Once I visited a girl working in a group home for troubled teenagers. One of the people there was a kid with schizophrenia. The girl who worked there told me he would cut out pictures of old men and put them in a briefcase, saying they were spies who were watching him. Also he would put odd packages in the mailbox and think that the government was sending them to him. The kid happened to come downstairs, and she introduced me. "I'm Steve." he says. I say "Hi Steve....*whispers to him* I'm the government." and I gave him a sly grin as he backed up the stairs and dashed into his room. Apparently he is still watching out for me. ha!


----------



## beach_bum (16 Mar 2012)

Sorry.  Failing to see the humour in tormenting someone with a mental illness.  :


----------



## Infanteer (16 Mar 2012)

:facepalm:


----------



## RememberanceDay (16 Mar 2012)

Is laughing as you're watching a video of epic fails, with people breaking their backs counting as a sin???

It was funny though!


----------



## Scott (16 Mar 2012)

Pieman said:
			
		

> I'll start:
> 
> Once I visited a girl working in a group home for troubled teenagers. One of the people there was a kid with schizophrenia. The girl who worked there told me he would cut out pictures of old men and put them in a briefcase, saying they were spies who were watching him. Also he would put odd packages in the mailbox and think that the government was sending them to him. The kid happened to come downstairs, and she introduced me. "I'm Steve." he says. I say "Hi Steve....*whispers to him* I'm the government." and I gave him a sly grin as he backed up the stairs and dashed into his room. Apparently he is still watching out for me. ha!



 :crickets:


----------



## Pieman (16 Mar 2012)

Oh well, I at least I think I'm funny.


----------



## Journeyman (16 Mar 2012)

'Funny' can mean "ha ha" or "peculiar"


----------



## PMedMoe (16 Mar 2012)

Journeyman said:
			
		

> 'Funny' can mean "ha ha" or "peculiar"









 ;D


----------



## Pieman (16 Mar 2012)

True. I think my sense of humor falls somewhere inbetween. Like this joke:

"Once I bought a box of special K serial. 'A healthy breakfast choice.' 

I had to wonder what would it mean if I bought three boxes of special K....'A breakfast of hatred'?

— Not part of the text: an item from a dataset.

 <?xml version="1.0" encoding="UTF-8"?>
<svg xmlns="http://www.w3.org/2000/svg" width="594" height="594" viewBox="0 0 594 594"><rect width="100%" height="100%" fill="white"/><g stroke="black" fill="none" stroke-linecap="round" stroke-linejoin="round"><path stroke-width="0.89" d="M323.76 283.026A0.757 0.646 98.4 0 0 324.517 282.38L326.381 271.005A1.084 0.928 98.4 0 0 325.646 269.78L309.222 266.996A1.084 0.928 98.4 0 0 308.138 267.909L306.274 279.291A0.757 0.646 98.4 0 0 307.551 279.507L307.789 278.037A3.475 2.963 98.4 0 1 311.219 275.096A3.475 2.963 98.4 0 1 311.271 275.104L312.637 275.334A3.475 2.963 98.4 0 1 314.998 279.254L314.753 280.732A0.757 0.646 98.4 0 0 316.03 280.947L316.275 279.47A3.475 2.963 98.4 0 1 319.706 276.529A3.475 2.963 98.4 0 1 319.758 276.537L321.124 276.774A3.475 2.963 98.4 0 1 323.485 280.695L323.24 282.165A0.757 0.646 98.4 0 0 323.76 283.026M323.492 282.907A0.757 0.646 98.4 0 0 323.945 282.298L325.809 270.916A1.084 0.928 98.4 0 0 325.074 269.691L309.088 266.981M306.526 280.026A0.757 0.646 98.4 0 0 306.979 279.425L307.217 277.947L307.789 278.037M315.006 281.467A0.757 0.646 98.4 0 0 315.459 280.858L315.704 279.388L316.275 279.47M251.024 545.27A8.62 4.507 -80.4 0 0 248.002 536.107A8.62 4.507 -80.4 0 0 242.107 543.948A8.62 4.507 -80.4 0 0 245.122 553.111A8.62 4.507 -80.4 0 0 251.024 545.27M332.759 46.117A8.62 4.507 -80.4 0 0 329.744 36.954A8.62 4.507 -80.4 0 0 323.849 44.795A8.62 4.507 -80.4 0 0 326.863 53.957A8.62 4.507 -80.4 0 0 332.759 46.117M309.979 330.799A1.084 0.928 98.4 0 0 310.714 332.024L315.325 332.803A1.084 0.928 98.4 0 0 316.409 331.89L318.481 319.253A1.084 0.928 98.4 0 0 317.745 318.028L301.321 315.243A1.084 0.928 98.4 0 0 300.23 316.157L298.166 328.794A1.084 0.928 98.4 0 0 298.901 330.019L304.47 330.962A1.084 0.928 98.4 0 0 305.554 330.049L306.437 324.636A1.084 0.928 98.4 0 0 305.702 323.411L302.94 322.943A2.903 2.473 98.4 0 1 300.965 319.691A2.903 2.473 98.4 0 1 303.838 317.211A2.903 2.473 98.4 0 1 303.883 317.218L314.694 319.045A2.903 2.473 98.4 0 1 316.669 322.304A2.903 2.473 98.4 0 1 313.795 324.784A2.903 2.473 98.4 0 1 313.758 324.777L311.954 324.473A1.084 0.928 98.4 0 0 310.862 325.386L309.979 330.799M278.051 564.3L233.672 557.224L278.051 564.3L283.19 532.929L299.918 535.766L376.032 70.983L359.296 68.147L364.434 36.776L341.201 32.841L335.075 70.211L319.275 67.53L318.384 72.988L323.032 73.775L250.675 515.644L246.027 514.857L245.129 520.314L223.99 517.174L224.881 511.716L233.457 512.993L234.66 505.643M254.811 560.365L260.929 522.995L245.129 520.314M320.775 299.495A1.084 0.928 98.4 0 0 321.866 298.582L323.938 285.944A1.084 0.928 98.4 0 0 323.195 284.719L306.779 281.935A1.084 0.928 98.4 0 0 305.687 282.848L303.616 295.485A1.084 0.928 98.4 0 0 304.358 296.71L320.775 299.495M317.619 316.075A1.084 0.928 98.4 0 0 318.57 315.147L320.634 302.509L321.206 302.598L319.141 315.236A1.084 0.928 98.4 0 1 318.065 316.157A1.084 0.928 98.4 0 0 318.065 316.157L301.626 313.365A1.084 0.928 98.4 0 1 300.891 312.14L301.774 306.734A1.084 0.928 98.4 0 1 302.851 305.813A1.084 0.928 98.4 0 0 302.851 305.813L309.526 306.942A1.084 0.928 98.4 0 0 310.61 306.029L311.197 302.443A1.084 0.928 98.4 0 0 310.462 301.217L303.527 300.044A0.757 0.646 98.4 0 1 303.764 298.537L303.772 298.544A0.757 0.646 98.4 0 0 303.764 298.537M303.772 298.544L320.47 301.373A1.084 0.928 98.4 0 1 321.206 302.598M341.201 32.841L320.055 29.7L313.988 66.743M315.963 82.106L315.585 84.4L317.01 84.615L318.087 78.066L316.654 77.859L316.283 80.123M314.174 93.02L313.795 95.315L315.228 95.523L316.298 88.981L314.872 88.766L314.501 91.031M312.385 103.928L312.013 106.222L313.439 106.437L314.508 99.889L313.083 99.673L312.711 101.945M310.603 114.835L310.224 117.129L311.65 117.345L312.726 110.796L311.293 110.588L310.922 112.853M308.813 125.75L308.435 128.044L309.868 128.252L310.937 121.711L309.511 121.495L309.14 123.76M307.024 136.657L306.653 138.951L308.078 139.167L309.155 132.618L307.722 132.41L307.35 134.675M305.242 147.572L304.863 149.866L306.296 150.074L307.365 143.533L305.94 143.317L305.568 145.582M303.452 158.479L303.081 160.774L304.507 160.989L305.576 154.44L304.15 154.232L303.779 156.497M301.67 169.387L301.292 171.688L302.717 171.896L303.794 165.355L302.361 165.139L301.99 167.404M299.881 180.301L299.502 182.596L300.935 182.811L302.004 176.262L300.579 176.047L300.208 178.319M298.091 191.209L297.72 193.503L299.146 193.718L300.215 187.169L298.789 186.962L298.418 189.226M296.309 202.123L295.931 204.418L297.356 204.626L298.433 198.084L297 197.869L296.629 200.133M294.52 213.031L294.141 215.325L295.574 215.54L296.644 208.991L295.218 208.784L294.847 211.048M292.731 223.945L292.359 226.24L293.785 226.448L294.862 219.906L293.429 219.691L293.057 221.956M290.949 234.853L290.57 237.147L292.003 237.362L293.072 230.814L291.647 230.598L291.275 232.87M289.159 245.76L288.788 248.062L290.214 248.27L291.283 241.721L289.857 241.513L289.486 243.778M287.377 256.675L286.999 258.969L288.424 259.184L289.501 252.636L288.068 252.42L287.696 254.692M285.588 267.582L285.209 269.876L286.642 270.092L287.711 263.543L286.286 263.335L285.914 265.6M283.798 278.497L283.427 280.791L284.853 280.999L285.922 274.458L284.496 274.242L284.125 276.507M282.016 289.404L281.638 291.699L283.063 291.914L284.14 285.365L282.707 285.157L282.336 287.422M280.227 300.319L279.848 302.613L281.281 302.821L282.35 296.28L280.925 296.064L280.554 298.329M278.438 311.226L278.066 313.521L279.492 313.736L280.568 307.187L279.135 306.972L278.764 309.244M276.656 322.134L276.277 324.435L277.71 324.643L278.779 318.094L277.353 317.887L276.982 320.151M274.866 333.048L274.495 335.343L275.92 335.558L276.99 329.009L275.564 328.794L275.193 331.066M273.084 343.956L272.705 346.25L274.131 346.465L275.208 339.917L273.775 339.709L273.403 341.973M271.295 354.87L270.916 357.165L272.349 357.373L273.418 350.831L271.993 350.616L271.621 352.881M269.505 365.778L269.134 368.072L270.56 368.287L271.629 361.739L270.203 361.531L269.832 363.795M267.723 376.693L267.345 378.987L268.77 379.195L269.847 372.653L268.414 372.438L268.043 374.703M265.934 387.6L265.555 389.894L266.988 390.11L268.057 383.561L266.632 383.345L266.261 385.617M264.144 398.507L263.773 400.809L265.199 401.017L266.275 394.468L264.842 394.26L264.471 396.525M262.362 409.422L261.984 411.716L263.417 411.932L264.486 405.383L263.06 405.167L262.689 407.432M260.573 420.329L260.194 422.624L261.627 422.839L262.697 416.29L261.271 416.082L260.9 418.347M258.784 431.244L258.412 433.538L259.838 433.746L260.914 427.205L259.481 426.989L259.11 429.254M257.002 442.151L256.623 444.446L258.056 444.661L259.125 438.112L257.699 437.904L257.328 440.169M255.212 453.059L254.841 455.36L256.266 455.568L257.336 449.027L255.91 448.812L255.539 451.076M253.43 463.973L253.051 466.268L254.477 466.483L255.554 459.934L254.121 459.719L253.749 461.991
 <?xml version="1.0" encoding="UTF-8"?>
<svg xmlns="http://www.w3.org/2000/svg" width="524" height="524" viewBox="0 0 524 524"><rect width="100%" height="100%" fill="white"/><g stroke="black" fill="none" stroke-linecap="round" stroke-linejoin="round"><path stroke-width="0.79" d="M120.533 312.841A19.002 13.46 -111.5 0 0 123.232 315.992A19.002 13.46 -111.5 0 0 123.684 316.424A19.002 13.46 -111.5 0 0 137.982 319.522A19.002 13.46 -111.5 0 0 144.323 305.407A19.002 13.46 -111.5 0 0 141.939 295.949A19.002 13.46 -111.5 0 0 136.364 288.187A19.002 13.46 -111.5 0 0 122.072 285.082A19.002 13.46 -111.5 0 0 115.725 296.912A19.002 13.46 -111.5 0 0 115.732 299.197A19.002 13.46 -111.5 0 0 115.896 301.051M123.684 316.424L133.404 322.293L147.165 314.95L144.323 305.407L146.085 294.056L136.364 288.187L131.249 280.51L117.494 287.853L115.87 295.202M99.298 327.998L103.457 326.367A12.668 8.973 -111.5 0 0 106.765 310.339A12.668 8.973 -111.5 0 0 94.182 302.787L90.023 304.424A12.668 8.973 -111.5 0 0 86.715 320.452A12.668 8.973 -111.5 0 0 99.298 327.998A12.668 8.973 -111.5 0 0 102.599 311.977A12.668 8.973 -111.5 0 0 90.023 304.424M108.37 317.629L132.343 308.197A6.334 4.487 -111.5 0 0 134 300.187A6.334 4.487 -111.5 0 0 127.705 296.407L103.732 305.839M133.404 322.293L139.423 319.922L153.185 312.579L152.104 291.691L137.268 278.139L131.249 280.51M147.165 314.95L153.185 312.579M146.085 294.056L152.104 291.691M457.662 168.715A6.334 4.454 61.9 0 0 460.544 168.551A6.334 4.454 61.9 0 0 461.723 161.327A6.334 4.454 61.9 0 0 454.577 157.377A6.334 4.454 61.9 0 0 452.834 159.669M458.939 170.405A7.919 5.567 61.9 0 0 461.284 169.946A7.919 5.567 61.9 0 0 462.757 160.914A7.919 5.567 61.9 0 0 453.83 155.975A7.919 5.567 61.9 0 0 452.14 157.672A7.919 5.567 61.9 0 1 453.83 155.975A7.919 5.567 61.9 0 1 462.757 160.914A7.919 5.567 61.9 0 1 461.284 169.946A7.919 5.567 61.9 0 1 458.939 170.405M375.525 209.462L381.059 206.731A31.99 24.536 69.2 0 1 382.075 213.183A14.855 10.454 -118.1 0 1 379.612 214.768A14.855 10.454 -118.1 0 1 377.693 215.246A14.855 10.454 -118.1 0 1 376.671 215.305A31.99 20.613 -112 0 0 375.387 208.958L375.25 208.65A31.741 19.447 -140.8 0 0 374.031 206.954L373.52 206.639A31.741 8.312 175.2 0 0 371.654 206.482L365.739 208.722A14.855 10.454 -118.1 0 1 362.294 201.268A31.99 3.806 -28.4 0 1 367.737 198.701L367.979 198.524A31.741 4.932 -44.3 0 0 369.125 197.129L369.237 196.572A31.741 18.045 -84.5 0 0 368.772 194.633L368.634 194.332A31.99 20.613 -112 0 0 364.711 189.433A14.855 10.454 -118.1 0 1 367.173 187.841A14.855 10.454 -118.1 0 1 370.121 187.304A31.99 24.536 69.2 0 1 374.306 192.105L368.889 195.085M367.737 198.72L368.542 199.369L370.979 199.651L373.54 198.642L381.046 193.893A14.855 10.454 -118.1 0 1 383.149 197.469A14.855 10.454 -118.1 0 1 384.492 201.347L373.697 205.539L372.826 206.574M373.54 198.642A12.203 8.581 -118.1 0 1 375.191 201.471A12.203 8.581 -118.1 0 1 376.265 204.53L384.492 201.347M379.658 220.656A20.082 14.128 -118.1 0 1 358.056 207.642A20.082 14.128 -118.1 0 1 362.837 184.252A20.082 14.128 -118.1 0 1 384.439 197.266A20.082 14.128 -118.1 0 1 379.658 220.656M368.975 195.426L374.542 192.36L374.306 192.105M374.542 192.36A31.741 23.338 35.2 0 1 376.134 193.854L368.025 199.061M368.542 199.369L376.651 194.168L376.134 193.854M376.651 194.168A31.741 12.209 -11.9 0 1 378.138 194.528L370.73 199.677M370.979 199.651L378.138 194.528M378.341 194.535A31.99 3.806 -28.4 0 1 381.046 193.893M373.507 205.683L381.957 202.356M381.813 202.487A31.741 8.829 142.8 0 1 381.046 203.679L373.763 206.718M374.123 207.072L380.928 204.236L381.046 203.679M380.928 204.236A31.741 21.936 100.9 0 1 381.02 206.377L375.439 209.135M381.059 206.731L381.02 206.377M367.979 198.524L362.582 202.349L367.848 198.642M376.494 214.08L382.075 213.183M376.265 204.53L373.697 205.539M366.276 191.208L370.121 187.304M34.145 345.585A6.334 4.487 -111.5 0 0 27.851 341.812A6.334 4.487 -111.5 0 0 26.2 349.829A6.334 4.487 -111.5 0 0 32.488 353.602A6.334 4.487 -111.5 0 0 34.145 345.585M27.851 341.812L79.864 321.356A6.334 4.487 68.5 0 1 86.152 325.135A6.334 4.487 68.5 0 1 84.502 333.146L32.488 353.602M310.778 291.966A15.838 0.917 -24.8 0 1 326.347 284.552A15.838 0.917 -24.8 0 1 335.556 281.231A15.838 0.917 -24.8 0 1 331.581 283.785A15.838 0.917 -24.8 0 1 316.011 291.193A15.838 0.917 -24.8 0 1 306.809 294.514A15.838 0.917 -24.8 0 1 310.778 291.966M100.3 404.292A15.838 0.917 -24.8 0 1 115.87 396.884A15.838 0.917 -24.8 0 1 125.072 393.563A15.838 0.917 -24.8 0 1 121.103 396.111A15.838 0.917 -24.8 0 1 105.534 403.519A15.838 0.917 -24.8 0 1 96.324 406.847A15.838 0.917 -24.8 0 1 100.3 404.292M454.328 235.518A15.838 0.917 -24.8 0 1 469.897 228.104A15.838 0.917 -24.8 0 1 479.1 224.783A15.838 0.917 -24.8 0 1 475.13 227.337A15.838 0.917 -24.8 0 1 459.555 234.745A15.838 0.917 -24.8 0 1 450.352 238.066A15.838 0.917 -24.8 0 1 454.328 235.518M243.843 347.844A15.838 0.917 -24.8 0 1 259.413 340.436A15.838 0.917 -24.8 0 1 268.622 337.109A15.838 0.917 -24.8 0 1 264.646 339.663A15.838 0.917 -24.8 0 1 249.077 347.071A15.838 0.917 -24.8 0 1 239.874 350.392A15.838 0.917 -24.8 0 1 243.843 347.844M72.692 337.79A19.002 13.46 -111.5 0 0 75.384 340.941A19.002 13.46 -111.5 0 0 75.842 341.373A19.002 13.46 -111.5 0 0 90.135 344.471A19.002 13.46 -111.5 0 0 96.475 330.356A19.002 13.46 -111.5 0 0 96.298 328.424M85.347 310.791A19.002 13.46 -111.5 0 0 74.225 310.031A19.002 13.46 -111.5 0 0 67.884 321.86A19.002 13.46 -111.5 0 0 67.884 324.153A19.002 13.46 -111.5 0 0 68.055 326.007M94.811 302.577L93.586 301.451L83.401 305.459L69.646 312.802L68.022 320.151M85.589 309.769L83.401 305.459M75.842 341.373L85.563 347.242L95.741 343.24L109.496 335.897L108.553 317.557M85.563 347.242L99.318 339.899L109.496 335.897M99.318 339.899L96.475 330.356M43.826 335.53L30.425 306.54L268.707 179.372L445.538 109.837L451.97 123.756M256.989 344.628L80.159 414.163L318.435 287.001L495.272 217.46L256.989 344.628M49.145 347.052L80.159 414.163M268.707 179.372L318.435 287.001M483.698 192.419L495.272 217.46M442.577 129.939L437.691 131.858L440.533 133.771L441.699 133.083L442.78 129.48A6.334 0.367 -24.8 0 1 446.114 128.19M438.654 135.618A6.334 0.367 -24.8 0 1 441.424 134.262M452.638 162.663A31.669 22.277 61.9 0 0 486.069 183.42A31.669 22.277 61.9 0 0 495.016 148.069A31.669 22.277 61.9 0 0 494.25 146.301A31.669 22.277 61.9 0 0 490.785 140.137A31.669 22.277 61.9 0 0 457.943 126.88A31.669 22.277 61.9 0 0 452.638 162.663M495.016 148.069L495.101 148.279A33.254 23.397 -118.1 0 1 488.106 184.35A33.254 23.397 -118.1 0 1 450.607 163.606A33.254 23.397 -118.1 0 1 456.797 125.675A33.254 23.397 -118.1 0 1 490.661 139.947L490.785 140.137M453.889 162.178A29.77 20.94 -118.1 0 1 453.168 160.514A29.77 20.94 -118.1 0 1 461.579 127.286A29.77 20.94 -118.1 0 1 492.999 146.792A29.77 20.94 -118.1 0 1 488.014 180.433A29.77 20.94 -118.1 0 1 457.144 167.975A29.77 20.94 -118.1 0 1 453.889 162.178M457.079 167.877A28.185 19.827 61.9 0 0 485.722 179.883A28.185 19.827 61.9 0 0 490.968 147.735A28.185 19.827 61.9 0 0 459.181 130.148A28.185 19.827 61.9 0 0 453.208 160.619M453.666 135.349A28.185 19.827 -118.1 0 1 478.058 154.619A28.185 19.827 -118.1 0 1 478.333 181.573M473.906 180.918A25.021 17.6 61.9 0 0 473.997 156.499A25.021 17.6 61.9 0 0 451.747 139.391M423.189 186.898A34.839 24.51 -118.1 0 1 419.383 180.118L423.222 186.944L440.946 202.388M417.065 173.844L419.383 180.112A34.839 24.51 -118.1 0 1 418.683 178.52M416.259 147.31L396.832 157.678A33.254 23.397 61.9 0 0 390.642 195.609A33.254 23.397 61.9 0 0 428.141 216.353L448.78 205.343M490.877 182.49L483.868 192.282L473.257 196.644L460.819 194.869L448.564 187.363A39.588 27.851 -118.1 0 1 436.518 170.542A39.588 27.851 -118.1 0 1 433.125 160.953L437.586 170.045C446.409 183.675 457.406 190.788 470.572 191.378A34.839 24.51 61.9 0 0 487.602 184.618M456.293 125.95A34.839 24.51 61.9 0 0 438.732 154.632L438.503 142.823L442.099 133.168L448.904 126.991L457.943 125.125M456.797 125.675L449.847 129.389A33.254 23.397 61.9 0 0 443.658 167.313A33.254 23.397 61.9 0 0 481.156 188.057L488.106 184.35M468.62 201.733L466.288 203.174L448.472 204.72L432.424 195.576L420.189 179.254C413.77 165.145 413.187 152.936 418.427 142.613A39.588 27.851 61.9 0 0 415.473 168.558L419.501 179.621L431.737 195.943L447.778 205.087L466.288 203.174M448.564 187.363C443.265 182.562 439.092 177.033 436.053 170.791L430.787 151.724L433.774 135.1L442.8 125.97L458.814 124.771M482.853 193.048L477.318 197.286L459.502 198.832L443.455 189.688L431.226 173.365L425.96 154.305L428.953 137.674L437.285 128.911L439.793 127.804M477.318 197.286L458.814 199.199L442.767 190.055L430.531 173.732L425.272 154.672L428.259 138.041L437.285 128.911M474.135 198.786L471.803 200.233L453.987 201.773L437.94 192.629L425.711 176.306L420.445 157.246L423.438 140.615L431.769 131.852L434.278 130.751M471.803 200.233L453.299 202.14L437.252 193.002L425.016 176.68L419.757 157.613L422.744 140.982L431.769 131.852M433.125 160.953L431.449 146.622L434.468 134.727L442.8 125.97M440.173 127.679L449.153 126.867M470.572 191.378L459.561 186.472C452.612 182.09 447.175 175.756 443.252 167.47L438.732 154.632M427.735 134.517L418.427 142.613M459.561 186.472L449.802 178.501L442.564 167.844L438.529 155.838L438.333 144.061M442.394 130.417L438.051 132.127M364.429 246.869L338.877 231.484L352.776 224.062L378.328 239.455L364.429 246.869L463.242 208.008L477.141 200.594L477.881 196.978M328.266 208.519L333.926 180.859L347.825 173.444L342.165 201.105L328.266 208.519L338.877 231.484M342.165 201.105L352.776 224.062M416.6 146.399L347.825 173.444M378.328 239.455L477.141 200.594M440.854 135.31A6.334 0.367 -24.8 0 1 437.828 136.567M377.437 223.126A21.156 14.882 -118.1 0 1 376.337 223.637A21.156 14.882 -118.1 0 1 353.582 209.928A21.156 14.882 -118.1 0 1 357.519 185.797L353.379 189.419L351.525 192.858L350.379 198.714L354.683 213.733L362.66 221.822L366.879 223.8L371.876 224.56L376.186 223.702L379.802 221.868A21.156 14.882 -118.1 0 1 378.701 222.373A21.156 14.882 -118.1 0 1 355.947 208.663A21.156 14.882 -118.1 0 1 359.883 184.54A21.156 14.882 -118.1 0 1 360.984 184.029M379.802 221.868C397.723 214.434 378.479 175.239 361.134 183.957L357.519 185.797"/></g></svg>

...okay, I'll stop now before someone comes with a hook and pulls me off stage.


----------



## beach_bum (16 Mar 2012)

RemembranceDay said:
			
		

> Is laughing as you're watching a video of epic fails, with people breaking their backs counting as a sin???
> 
> It was funny though!



Really?  Once again...failing to see the humour in that. :


----------



## Jimmy_D (16 Mar 2012)

Maybe an erase of thread should be the next step for this one, 'cause realistically who is going to admit to any sin. wheather the person thought is was funny or not.


----------



## Pieman (16 Mar 2012)

> Maybe an erase of thread should be the next step for this one, 'cause realistically who is going to admit to any sin. wheather the person thought is was funny or not.


Just me, apparently.


----------



## TN2IC (16 Mar 2012)

BOO URNS.... LOL


----------



## armyvern (16 Mar 2012)

Jimmy_D said:
			
		

> Maybe an erase of thread should be the next step for this one, 'cause realistically who is going to admit to any sin. wheather the person thought is was funny or not.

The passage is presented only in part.